◆ TASK STATEMENT: Copy out each line of the data that includes the string "Oxford".
*** Block opens ***
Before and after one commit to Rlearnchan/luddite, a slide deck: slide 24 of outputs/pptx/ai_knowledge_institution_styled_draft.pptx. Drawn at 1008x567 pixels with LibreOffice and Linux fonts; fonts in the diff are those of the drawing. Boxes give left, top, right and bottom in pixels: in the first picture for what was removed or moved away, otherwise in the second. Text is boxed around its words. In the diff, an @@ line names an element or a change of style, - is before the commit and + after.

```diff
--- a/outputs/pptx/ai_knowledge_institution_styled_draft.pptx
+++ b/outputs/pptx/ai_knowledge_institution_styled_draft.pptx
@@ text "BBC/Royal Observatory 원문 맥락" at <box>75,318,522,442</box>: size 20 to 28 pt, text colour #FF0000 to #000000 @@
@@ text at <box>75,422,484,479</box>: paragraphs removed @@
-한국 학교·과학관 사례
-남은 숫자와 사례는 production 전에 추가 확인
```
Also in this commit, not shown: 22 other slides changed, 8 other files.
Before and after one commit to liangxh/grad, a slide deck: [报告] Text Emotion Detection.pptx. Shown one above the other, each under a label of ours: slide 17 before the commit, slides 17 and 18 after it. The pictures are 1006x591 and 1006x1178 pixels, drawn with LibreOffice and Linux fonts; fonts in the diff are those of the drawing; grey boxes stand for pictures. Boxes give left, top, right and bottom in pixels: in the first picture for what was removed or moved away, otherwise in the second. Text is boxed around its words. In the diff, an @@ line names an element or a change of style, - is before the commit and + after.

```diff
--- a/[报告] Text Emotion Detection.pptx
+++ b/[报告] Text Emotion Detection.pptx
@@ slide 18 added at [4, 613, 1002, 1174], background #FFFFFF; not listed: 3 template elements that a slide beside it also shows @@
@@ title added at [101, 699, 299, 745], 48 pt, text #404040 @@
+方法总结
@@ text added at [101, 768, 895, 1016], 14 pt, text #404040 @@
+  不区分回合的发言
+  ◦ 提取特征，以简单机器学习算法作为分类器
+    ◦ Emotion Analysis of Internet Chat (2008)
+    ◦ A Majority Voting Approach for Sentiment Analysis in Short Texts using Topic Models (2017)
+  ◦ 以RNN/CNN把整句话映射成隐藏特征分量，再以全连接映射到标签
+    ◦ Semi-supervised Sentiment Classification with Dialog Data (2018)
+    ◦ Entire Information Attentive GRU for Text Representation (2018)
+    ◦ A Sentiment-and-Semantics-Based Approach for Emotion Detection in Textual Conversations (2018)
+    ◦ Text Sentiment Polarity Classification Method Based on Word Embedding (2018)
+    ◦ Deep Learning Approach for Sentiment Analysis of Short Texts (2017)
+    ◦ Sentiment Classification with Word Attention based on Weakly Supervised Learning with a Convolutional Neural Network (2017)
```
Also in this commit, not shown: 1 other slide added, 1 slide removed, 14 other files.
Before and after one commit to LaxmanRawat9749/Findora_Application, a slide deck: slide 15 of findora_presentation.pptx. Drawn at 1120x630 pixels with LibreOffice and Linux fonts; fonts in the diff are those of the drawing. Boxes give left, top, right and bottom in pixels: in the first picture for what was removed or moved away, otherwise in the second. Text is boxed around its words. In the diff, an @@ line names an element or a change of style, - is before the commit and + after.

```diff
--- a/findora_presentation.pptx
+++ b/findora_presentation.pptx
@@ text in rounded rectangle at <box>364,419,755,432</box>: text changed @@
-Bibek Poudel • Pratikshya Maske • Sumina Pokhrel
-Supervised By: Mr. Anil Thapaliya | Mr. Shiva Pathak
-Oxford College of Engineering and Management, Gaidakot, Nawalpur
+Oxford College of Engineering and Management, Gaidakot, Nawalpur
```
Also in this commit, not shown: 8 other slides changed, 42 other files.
*** Block closes ***
◆ EXERCISE SOLUTION:
-Oxford College of Engineering and Management, Gaidakot, Nawalpur
+Oxford College of Engineering and Management, Gaidakot, Nawalpur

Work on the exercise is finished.